Relaxed seq with writer+reader using lock_guard
I'm assuming the writer would look the same, so the atomic RMW increment is inside the critical section.
I'm picturing the reader checking seq like it is now, and only taking a lock after that, inside the block that runs print.
Even if you did use lock_guard to make sure the reader got a consistent snapshot of all three variables (something you couldn't get from making each of them separately atomic), I'm not sure relaxed would be sufficient in theory. It might be in practice on most real implementations for real machines (where compilers have to assume there might be a reader that synchronizes a certain way, even if there isn't in practice). I'd use at least release/acquire for seq, if I was going to take a lock in the reader.
Taking a mutex is an acquire operation, same as a std::memory_order_acquire load on the mutex object. A relaxed increment inside a critical section can't become visible to other threads until after the writer has taken the lock.
But in the reader, with if( xyz != seq.load(relaxed) ) { take_lock; ... }, the load is not guaranteed to "happen before" taking the lock. In practice on many ISAs it will, especially x86 where all atomic RMWs are full memory barriers. But in ISO C++, and maybe some real implementations, it's possible for the relaxed load to reorder into the reader's critical section. Of course, ISO C++ doesn't define things in terms of "reordering", only in terms of syncing with and values loads are allowed to see.
(This reordering may not be fully plausible; it would mean the read side would have to actually take the lock based on branch prediction / speculation on the load result. Maybe with lock elision like x86 did with transactional memory, except without x86's strong memory ordering?)
Anyway, it's pretty hairly to reason about, and release / acquire ops are quite cheap on most CPUs. If you expected it to be expensive, and for the check to often be false, you could check again with an acquire load, or put an acquire fence inside the if so it doesn't happen on the no-new-work path.
Use a Seq Lock
Your problem is better solved by using your sequence counter as part of a Seq Lock, so neither reader nor writer needs a mutex. (Summary: increment before writing, then touch the payload, then increment again. In the reader, read i, j, and k into local temporaries, then check the sequence number again to make sure it's the same, and an even number. With appropriate memory barriers.
See the wikipedia article and/or link below for actual details, but the real change from what you have now is that the sequence number has to increment by 2. If you can't handle that, use a separate counter for the actual lock, with seq as part of the payload.)
If you don't want to use a mutex in the reader, using one in the writer only helps in terms of implementation-detail side-effects, like making sure stores to memory actually happen, not keeping i in a register across calls if do_work inlines into some caller.
BTW, updating seq doesn't need to be an atomic RMW if there's only one writer. You can relaxed load and separately store an incremented temporary (with release semantics).
A Seq Lock is good for cheap reads and occasional writes that make the reader retry. Implementing 64 bit atomic counter with 32 bit atomics shows appropriate fencing.
It relies on non-atomic reads that may have a data race, but not using the result if your sequence counter detects tearing. C++ doesn't define the behaviour in that case, but it works in practice on real implementations. (C++ is mostly keeping its options open in case of hardware race detection, which normal CPUs don't do.)
If you have multiple writers, you'd still use a normal lock to give mutual exclusion between them. or use the sequence counter as a spinlock, as a writer acquires it by making the count odd. Otherwise you just need the sequence counter.
Your global g_s is just to track the latest sequence number the reader has seen? Storing it next to the data defeats some of the purpose/benefit, since it means the reader is writing the same cache line as the writer, assuming that variables declared near each other all end up together. Consider making it static inside the function, or separate it with other stuff, or with padding, like alignas(64) or 128. (That wouldn't guarantee that a compiler doesn't put it right before the other vars, though; a struct would let you control the layout of all of them. With enough alignment, you can make sure they're not in the same aligned pair of cache lines.)
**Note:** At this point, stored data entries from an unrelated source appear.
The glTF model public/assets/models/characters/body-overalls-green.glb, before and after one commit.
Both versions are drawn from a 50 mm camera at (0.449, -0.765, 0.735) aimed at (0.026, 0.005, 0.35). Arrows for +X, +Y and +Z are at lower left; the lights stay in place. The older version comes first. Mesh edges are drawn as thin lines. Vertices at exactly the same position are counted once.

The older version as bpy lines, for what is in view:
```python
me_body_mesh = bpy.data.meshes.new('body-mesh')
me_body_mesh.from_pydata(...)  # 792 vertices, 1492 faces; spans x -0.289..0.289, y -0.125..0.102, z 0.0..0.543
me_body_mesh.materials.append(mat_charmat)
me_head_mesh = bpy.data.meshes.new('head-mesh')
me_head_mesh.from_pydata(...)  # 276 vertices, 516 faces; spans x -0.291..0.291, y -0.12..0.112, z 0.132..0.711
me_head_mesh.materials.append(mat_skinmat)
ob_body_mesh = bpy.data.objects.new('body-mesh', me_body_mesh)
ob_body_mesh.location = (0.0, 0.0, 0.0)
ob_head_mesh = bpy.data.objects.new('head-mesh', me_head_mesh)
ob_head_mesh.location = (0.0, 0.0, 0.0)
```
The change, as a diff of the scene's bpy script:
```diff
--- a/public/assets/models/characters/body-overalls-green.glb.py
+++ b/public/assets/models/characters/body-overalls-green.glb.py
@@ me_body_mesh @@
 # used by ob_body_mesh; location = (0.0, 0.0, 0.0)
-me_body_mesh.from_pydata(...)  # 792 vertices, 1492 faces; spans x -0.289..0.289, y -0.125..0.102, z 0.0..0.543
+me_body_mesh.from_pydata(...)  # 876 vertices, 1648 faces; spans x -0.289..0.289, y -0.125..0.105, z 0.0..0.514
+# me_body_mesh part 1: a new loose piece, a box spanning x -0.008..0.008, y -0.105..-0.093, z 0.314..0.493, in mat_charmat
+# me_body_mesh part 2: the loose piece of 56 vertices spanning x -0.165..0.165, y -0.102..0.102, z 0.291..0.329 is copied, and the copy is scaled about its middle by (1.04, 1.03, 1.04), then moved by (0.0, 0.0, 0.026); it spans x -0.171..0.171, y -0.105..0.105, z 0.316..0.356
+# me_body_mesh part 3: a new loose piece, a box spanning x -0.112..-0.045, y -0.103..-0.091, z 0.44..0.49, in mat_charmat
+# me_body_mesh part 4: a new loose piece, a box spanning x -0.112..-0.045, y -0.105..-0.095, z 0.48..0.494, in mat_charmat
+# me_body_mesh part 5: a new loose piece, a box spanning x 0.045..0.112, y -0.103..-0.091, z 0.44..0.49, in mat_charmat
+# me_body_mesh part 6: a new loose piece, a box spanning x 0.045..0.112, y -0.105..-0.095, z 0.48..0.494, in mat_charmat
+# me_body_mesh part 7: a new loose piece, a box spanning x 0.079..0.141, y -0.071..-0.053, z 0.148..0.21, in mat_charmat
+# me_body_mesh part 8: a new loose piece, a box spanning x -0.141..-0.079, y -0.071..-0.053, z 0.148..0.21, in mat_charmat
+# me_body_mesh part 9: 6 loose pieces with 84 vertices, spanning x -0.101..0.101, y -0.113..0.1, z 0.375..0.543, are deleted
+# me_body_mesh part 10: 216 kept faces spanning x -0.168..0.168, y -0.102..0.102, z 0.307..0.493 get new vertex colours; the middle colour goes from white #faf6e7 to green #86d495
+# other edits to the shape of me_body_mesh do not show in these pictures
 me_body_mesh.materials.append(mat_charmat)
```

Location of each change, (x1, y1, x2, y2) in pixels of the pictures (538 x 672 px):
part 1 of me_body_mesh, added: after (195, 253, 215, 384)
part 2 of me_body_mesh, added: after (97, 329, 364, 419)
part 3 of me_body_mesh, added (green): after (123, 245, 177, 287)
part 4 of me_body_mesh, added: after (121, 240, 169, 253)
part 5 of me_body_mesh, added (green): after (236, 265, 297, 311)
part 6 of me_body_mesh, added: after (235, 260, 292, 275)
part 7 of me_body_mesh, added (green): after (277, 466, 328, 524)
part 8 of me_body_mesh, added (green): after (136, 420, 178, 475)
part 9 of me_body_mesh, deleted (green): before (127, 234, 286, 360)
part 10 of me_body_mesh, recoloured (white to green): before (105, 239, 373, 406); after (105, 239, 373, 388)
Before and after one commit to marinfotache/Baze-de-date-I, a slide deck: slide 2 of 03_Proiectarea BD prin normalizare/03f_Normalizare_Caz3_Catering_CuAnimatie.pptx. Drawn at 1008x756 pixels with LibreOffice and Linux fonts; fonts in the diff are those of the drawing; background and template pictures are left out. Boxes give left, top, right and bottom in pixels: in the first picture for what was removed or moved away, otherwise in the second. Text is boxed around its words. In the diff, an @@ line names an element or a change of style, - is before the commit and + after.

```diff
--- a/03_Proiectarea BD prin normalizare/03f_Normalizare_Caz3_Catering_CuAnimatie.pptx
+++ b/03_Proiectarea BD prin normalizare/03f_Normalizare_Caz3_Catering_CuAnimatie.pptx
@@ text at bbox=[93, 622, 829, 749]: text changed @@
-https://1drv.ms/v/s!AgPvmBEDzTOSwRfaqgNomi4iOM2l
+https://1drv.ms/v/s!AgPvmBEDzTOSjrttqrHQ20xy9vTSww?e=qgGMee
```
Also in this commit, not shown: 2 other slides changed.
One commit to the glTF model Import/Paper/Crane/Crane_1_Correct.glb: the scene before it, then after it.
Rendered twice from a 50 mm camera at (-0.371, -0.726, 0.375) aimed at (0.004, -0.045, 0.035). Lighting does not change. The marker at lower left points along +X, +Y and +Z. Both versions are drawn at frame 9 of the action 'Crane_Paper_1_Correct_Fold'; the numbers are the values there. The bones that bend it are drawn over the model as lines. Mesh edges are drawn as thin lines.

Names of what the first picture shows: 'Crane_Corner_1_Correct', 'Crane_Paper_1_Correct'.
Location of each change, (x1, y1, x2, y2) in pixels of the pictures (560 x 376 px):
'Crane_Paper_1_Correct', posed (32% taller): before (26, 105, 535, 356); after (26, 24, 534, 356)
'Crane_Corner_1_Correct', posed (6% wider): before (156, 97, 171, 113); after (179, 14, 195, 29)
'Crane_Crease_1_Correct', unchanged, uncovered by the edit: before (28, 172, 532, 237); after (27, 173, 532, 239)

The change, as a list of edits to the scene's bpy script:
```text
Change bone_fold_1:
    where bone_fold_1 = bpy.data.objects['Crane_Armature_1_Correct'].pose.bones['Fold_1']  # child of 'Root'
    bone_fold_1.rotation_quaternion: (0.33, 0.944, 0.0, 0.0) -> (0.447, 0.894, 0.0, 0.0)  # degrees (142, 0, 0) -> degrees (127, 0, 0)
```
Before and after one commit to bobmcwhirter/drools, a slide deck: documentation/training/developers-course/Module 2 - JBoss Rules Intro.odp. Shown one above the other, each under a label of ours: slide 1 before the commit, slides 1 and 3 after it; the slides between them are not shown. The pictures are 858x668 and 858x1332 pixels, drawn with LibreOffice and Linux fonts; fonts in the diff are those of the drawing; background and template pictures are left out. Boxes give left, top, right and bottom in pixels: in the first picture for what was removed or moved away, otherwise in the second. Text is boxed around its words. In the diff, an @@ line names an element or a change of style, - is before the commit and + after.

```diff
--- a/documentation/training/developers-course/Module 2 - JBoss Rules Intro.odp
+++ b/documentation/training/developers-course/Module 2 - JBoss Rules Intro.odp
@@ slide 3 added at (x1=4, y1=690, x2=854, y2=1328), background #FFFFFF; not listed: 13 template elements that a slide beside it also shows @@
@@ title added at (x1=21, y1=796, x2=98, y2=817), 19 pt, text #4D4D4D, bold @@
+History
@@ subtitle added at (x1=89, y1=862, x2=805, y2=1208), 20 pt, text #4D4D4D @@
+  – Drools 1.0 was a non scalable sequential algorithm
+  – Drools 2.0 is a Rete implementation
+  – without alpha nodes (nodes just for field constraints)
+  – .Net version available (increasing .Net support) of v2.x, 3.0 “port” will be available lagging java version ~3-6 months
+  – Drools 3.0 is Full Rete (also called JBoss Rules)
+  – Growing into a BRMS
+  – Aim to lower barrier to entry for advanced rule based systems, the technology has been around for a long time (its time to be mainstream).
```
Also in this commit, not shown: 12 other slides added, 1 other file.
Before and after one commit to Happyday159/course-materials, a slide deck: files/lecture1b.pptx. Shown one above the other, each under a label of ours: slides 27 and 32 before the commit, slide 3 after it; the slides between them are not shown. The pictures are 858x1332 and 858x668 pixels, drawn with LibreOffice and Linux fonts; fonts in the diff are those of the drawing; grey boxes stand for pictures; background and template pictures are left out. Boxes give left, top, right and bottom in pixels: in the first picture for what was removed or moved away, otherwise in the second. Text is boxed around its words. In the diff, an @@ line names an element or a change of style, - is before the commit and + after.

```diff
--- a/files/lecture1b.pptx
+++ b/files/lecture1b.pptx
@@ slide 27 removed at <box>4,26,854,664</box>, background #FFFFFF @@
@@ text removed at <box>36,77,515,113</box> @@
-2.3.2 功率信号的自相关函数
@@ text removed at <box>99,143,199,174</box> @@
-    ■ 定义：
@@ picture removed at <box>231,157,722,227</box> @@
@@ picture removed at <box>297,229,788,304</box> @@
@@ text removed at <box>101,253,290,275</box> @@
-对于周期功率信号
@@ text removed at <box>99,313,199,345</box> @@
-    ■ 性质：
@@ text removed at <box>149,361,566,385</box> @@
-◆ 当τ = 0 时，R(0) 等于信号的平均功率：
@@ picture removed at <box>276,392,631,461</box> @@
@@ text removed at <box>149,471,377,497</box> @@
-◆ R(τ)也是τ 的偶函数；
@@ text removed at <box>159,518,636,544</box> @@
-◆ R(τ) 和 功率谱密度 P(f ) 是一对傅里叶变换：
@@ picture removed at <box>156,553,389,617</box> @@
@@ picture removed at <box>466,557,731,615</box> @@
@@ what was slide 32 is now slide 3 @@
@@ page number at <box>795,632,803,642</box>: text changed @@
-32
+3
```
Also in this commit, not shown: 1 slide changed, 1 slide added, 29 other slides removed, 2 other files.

Even ignoring the staleness, this is causes a data race and UB.
Thread 2 can read i,j,k while thread 1 is modifying them, you don't synchronize the access to those variables. If thread 2 doesn't respect the g, there's no point in locking it in thread 1.

Yes, it can.
First of all, the lock guard does not have any effect on your code. A lock has to be used by at least two threads to have any effect.
Thread 2 can read at any moment. It can read an incremented i and not incremented j and k. In theory, it can even read a weird partial value obtained by reading in between updating the various bytes that compose i - for example incrementing from 0xFF to 0x100 results reading 0x1FF or 0x0 - but not on x86 where these updates happen to be atomic.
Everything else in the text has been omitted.